(Beginning of Listed entries)

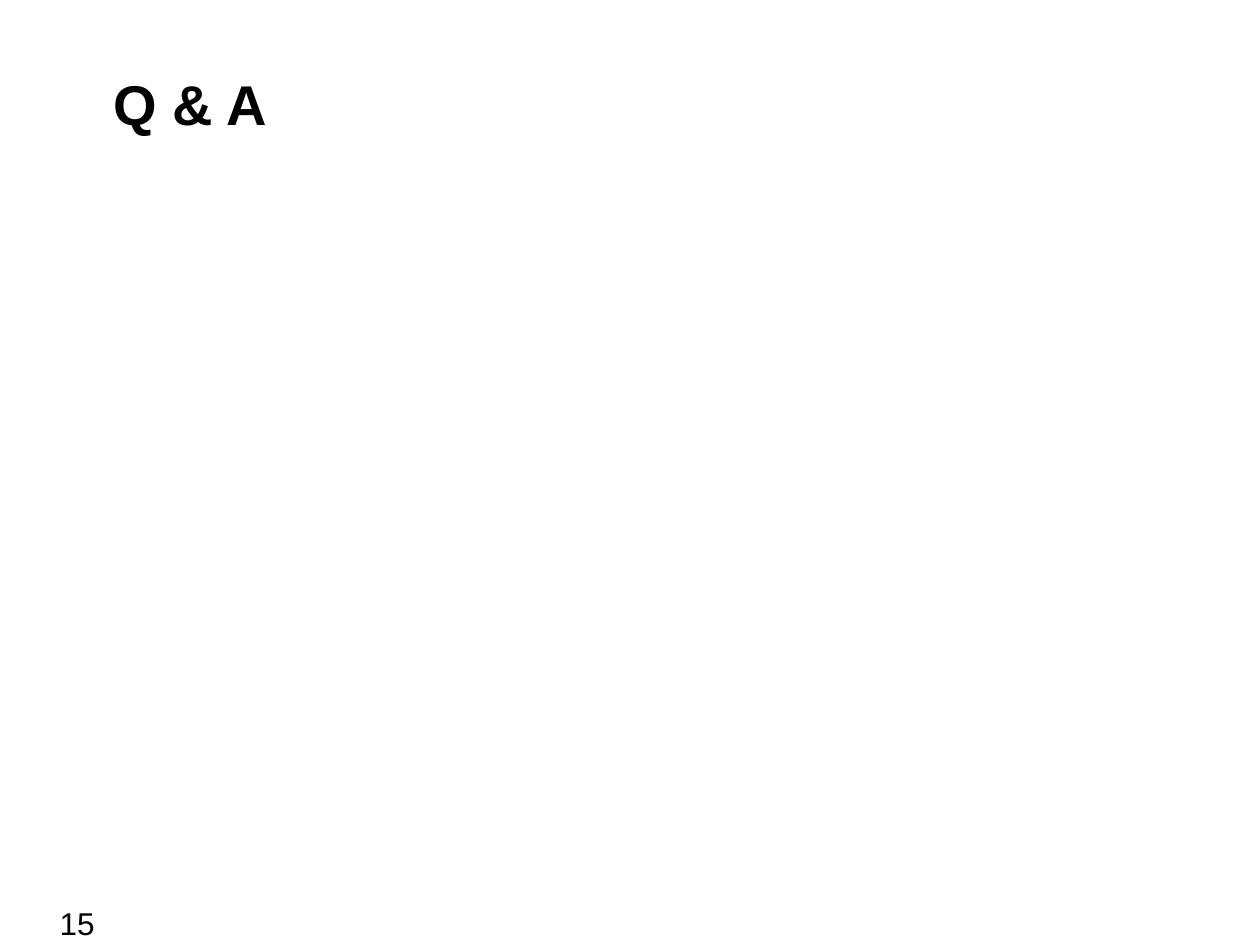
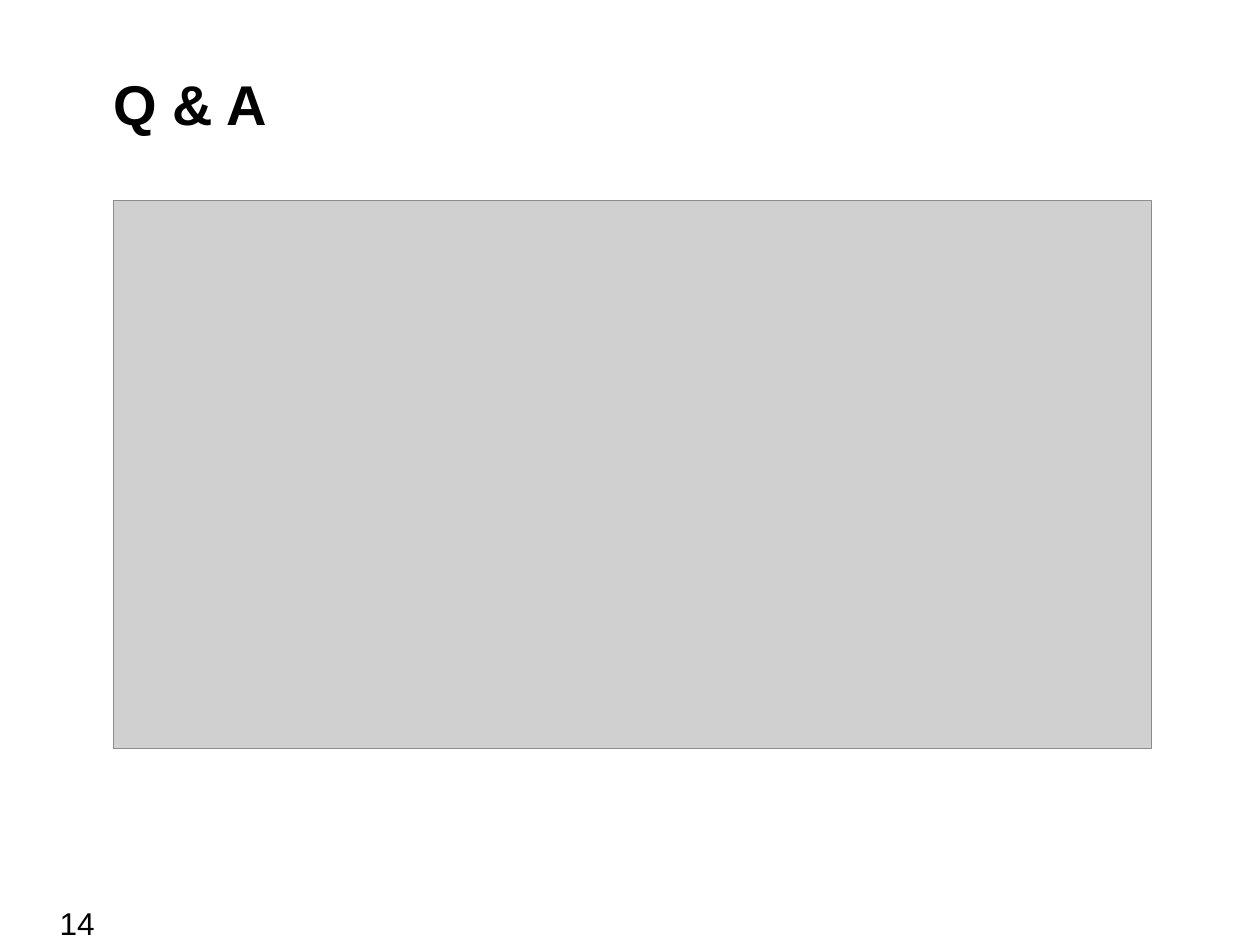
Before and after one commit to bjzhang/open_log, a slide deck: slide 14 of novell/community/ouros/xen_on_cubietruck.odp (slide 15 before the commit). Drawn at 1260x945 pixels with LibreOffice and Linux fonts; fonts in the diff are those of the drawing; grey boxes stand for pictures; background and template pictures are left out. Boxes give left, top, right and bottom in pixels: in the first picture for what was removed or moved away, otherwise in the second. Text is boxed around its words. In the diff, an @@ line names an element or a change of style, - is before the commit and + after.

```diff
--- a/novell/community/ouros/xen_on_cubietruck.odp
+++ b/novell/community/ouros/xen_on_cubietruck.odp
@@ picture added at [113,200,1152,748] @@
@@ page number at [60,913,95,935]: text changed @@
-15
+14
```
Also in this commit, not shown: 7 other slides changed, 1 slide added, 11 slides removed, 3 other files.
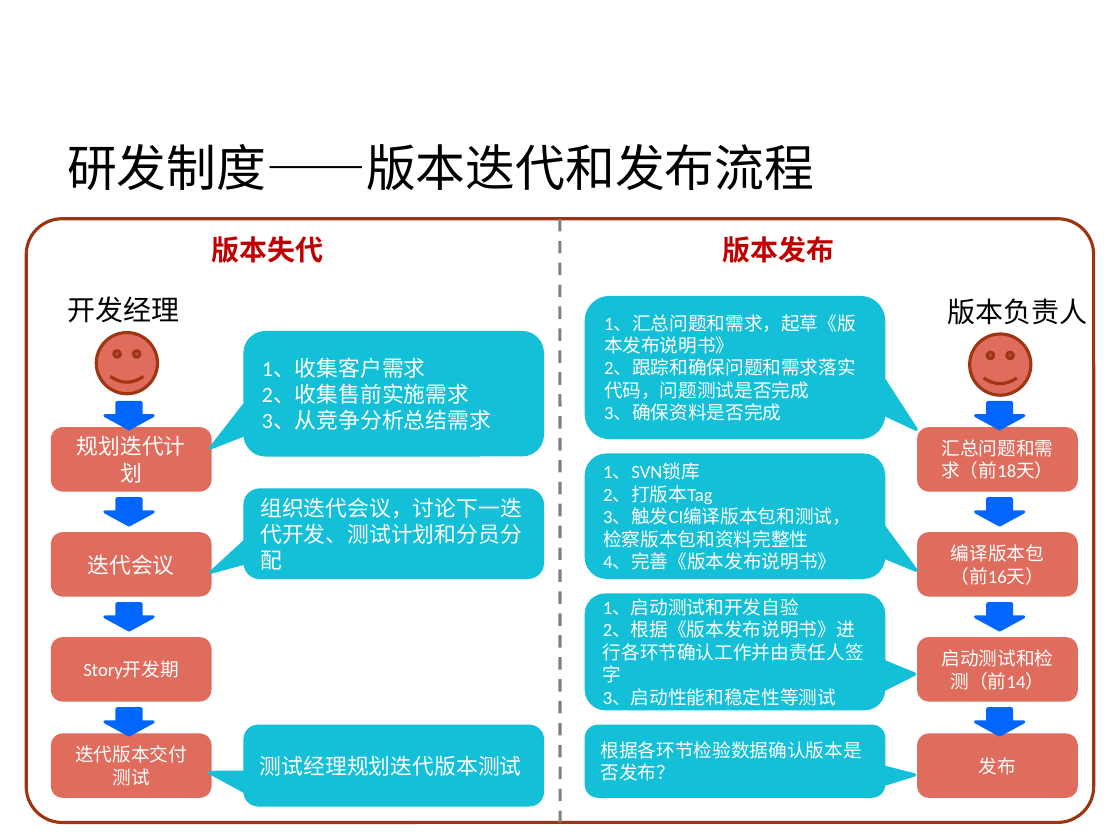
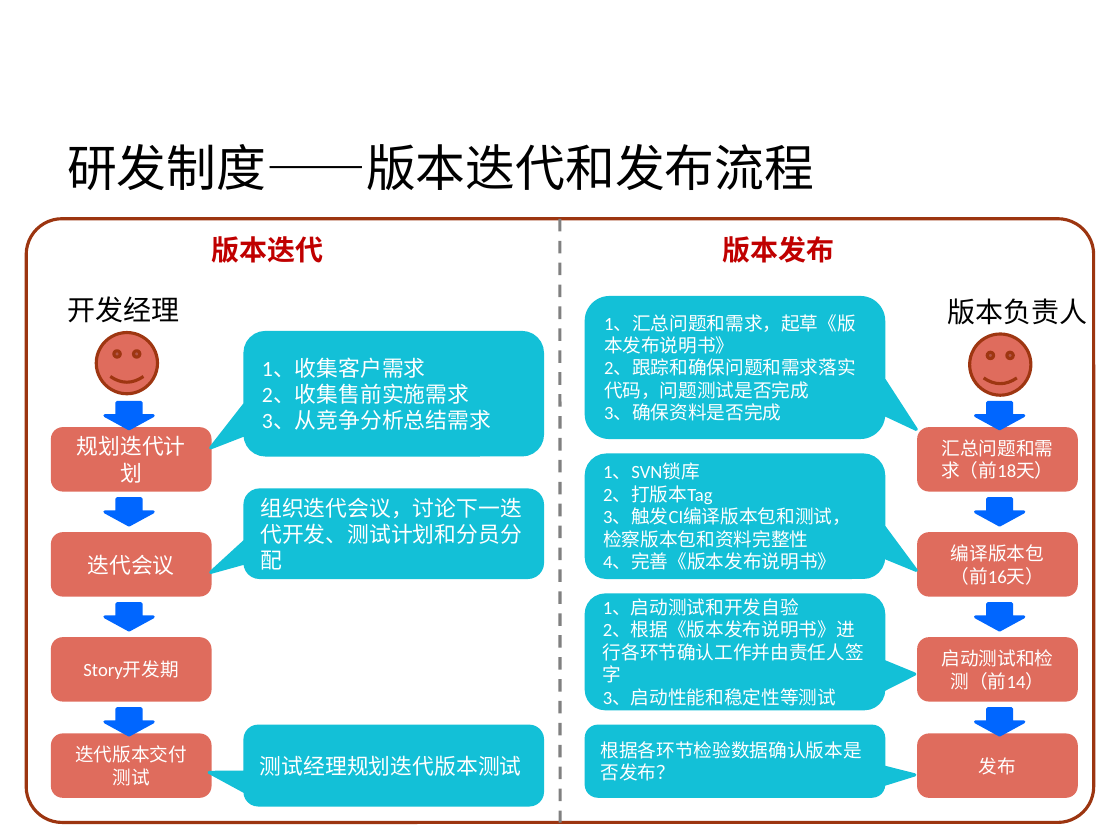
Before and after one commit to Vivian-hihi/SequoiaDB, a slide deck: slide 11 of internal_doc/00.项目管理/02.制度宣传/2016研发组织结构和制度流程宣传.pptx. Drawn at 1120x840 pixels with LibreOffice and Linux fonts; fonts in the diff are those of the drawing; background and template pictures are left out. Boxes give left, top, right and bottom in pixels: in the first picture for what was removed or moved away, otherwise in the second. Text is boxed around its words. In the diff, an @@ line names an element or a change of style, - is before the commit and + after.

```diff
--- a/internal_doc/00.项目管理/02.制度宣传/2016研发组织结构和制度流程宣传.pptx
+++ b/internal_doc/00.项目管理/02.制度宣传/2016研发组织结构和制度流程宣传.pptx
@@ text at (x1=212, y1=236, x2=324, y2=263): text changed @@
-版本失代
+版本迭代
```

(End of Listed entries)

→ **Work instructions**
Copy out every line from the material above in which the word "项目管理" appears.

→ **Exercise solution**
Before and after one commit to Vivian-hihi/SequoiaDB, a slide deck: slide 11 of internal_doc/00.项目管理/02.制度宣传/2016研发组织结构和制度流程宣传.pptx. Drawn at 1120x840 pixels with LibreOffice and Linux fonts; fonts in the diff are those of the drawing; background and template pictures are left out. Boxes give left, top, right and bottom in pixels: in the first picture for what was removed or moved away, otherwise in the second. Text is boxed around its words. In the diff, an @@ line names an element or a change of style, - is before the commit and + after.
--- a/internal_doc/00.项目管理/02.制度宣传/2016研发组织结构和制度流程宣传.pptx
+++ b/internal_doc/00.项目管理/02.制度宣传/2016研发组织结构和制度流程宣传.pptx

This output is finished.